··· AVAILABLE RECORDS ···
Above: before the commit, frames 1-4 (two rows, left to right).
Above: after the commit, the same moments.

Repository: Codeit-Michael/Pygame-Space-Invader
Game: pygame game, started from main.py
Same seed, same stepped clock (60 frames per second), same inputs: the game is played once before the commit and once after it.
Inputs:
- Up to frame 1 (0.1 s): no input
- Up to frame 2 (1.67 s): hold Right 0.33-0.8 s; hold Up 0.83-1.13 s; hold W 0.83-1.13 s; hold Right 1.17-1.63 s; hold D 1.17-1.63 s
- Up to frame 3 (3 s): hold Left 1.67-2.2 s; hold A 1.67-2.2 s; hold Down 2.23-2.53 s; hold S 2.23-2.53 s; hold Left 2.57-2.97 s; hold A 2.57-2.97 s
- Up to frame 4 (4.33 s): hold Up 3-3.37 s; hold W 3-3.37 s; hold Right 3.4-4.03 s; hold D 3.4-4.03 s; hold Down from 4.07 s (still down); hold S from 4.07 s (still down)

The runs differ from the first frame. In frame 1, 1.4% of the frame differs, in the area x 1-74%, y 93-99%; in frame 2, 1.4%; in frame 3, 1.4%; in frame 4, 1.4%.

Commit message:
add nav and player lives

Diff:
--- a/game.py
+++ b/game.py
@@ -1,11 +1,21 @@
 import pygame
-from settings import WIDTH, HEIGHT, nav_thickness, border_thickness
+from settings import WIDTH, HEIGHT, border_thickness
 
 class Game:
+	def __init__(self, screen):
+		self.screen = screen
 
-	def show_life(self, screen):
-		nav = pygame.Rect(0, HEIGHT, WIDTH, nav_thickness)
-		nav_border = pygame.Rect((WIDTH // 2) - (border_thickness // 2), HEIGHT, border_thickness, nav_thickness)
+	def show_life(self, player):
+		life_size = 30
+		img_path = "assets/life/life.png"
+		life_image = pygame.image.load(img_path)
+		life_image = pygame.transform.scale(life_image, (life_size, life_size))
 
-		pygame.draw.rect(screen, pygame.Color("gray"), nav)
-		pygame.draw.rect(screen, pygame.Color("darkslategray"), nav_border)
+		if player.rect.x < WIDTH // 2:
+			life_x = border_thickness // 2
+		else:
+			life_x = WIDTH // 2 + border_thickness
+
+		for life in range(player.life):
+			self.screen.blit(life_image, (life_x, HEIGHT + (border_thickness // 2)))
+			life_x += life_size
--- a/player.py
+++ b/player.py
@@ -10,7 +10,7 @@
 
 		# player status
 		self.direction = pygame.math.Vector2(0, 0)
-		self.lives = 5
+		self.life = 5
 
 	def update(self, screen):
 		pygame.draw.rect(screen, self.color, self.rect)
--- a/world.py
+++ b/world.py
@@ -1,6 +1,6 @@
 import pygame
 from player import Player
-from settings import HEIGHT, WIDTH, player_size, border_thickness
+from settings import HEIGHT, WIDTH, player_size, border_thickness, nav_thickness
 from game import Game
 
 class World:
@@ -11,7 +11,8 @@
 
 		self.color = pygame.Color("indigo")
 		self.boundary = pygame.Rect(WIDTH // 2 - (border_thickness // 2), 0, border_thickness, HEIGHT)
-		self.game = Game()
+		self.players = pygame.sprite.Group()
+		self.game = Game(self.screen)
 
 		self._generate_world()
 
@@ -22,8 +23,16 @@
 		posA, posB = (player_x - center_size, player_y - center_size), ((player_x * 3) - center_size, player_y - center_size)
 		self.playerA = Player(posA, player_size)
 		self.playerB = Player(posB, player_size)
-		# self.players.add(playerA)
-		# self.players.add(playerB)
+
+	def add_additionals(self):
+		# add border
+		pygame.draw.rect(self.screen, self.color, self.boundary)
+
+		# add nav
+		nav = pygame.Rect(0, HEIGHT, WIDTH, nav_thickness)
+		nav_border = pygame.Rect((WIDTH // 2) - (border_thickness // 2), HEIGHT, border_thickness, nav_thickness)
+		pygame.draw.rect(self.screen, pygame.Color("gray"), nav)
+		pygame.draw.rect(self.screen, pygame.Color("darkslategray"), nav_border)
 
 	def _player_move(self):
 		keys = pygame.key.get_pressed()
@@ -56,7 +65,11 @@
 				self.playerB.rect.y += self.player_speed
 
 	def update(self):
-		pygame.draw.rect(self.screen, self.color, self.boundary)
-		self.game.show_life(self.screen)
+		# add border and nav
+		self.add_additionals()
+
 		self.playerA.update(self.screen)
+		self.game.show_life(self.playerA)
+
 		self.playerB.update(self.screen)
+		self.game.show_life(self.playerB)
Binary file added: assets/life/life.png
···
THE PROBLEM:
Would you transcribe the data above exactly as it stands?

WORKED SOLUTION:
Above: before the commit, frames 1-4 (two rows, left to right).
Above: after the commit, the same moments.

Repository: Codeit-Michael/Pygame-Space-Invader
Game: pygame game, started from main.py
Same seed, same stepped clock (60 frames per second), same inputs: the game is played once before the commit and once after it.
Inputs:
- Up to frame 1 (0.1 s): no input
- Up to frame 2 (1.67 s): hold Right 0.33-0.8 s; hold Up 0.83-1.13 s; hold W 0.83-1.13 s; hold Right 1.17-1.63 s; hold D 1.17-1.63 s
- Up to frame 3 (3 s): hold Left 1.67-2.2 s; hold A 1.67-2.2 s; hold Down 2.23-2.53 s; hold S 2.23-2.53 s; hold Left 2.57-2.97 s; hold A 2.57-2.97 s
- Up to frame 4 (4.33 s): hold Up 3-3.37 s; hold W 3-3.37 s; hold Right 3.4-4.03 s; hold D 3.4-4.03 s; hold Down from 4.07 s (still down); hold S from 4.07 s (still down)

The runs differ from the first frame. In frame 1, 1.4% of the frame differs, in the area x 1-74%, y 93-99%; in frame 2, 1.4%; in frame 3, 1.4%; in frame 4, 1.4%.

Commit message:
add nav and player lives

Diff:
--- a/game.py
+++ b/game.py
@@ -1,11 +1,21 @@
 import pygame
-from settings import WIDTH, HEIGHT, nav_thickness, border_thickness
+from settings import WIDTH, HEIGHT, border_thickness
 
 class Game:
+	def __init__(self, screen):
+		self.screen = screen
 
-	def show_life(self, screen):
-		nav = pygame.Rect(0, HEIGHT, WIDTH, nav_thickness)
-		nav_border = pygame.Rect((WIDTH // 2) - (border_thickness // 2), HEIGHT, border_thickness, nav_thickness)
+	def show_life(self, player):
+		life_size = 30
+		img_path = "assets/life/life.png"
+		life_image = pygame.image.load(img_path)
+		life_image = pygame.transform.scale(life_image, (life_size, life_size))
 
-		pygame.draw.rect(screen, pygame.Color("gray"), nav)
-		pygame.draw.rect(screen, pygame.Color("darkslategray"), nav_border)
+		if player.rect.x < WIDTH // 2:
+			life_x = border_thickness // 2
+		else:
+			life_x = WIDTH // 2 + border_thickness
+
+		for life in range(player.life):
+			self.screen.blit(life_image, (life_x, HEIGHT + (border_thickness // 2)))
+			life_x += life_size
--- a/player.py
+++ b/player.py
@@ -10,7 +10,7 @@
 
 		# player status
 		self.direction = pygame.math.Vector2(0, 0)
-		self.lives = 5
+		self.life = 5
 
 	def update(self, screen):
 		pygame.draw.rect(screen, self.color, self.rect)
--- a/world.py
+++ b/world.py
@@ -1,6 +1,6 @@
 import pygame
 from player import Player
-from settings import HEIGHT, WIDTH, player_size, border_thickness
+from settings import HEIGHT, WIDTH, player_size, border_thickness, nav_thickness
 from game import Game
 
 class World:
@@ -11,7 +11,8 @@
 
 		self.color = pygame.Color("indigo")
 		self.boundary = pygame.Rect(WIDTH // 2 - (border_thickness // 2), 0, border_thickness, HEIGHT)
-		self.game = Game()
+		self.players = pygame.sprite.Group()
+		self.game = Game(self.screen)
 
 		self._generate_world()
 
@@ -22,8 +23,16 @@
 		posA, posB = (player_x - center_size, player_y - center_size), ((player_x * 3) - center_size, player_y - center_size)
 		self.playerA = Player(posA, player_size)
 		self.playerB = Player(posB, player_size)
-		# self.players.add(playerA)
-		# self.players.add(playerB)
+
+	def add_additionals(self):
+		# add border
+		pygame.draw.rect(self.screen, self.color, self.boundary)
+
+		# add nav
+		nav = pygame.Rect(0, HEIGHT, WIDTH, nav_thickness)
+		nav_border = pygame.Rect((WIDTH // 2) - (border_thickness // 2), HEIGHT, border_thickness, nav_thickness)
+		pygame.draw.rect(self.screen, pygame.Color("gray"), nav)
+		pygame.draw.rect(self.screen, pygame.Color("darkslategray"), nav_border)
 
 	def _player_move(self):
 		keys = pygame.key.get_pressed()
@@ -56,7 +65,11 @@
 				self.playerB.rect.y += self.player_speed
 
 	def update(self):
-		pygame.draw.rect(self.screen, self.color, self.boundary)
-		self.game.show_life(self.screen)
+		# add border and nav
+		self.add_additionals()
+
 		self.playerA.update(self.screen)
+		self.game.show_life(self.playerA)
+
 		self.playerB.update(self.screen)
+		self.game.show_life(self.playerB)
Binary file added: assets/life/life.png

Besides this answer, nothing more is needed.